Musgrove and Whitney have set up a GoFundMe, with all of the money going directly to Alex.

“Only a very specific set of circumstances qualify a potential student for help, and Alex, despite the nightmare of his situation, simply does not qualify for monetary help in the eyes of the U.S. school system. He can stay and he can attend, but he must pay his own way,” Musgrove and Skaalerud wrote in the fundraiser page.

The GoFundMe has collected about $3,400 toward a $45,000 goal.

Alex Hodovanets is raising money to attend college in the Chicago area this fall, after the war in Ukraine stranded him in the U.S. Credit: Provided

Musgrove and Skaalerud have gone beyond helping Hodovanets apply to college and raise money. Last weekend, Hodovanets flew to Tennessee to stay with Skaalerud after the school year ended.
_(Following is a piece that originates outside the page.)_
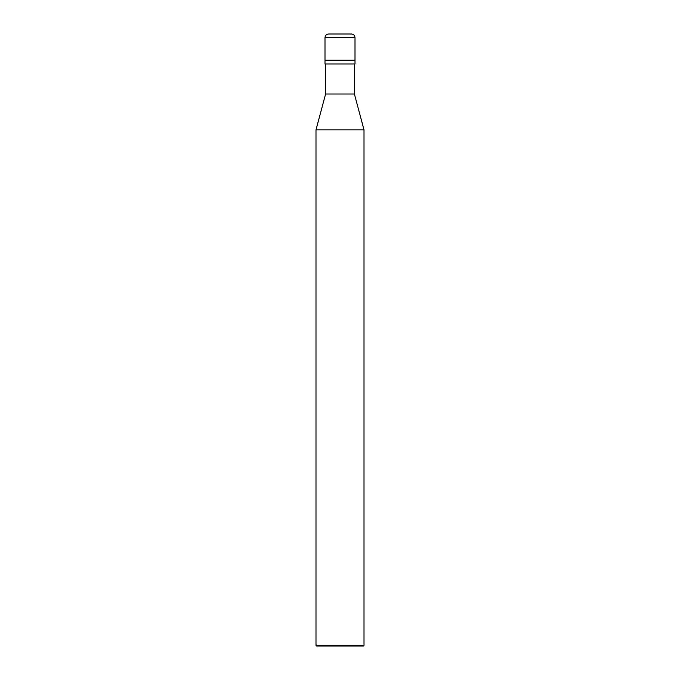 <?xml version="1.0" encoding="UTF-8"?>
<svg xmlns="http://www.w3.org/2000/svg" width="680" height="680" viewBox="0 0 680 680"><rect width="100%" height="100%" fill="white"/><g stroke="black" fill="none" stroke-linecap="round" stroke-linejoin="round"><path stroke-width="1.02" d="M324.998 60.248L355.002 60.248L355.002 37.604C354.773 35.428 353.575 34.23 351.399 34L328.601 34C326.425 34.23 325.227 35.428 324.998 37.604L324.998 60.248L324.998 37.604C325.227 35.428 326.425 34.23 328.601 34L351.399 34C353.575 34.23 354.773 35.428 355.002 37.604L324.998 37.604L355.002 37.604L355.002 60.248L324.998 60.248L324.998 63.997L324.998 60.248L355.002 60.248L324.998 60.248M316.6 646L363.4 646L364.004 645.396L364.004 129.829L354.399 94.002L354.399 63.997L354.399 94.002L325.601 94.002L315.996 129.829L315.996 645.396L316.6 646L315.996 645.396L315.996 129.829L325.601 94.002L325.601 63.997L325.601 94.002L354.399 94.002L364.004 129.829L315.996 129.829L364.004 129.829L364.004 645.396L315.996 645.396L364.004 645.396L363.4 646L316.6 646M355.002 63.997L355.002 60.248L355.002 63.997L324.998 63.997L355.002 63.997"/></g></svg>

Later this summer, he’ll live with Musgrove in Wauconda.

There, the teen will work part-time at a mushroom farm run by Musgrove and his wife, Julie.

Hodovanets is overwhelmingly grateful for the help his father’s coworkers have given him and is thrilled to have the chance to go to college and stay in the United States.

“I’m really thankful for them, and I can’t even describe how much. … It’s really amazing what they did for me, how much time, energy and all of that they spent,” he said.

Hodovanets tries to talk to his family back in Ukraine every day, although it can be difficult because of the time difference, he said.

The student is also spending a lot of his time running, which he picked up a few years ago when his dad started training for a marathon. It’s a way to de-stress from the details of daily life and the larger challenges facing his family and country, he said.

“It clears my mind, it helps me to concentrate on problems I have, and a release of all those energies that can be saved up during the week,” he said.

Hodovanets said he hopes to run a full marathon this fall. Just this weekend, he ran a half-marathon by himself as part of his training.

For Musgrove, the horrors of the war in Ukraine have become part of daily work conversations since the invasion began in February. Helping Hodovanets is a small way he can ease the pain and suffering, he said.

“Please help us give Alex a future he deserves and can be proud of,” Musgrove and Skaalerud wrote on the GoFundMe page. “It’s not the one he made for himself, nor is it the future he or his family wanted, but it is the best thing for Alex and his family right now.”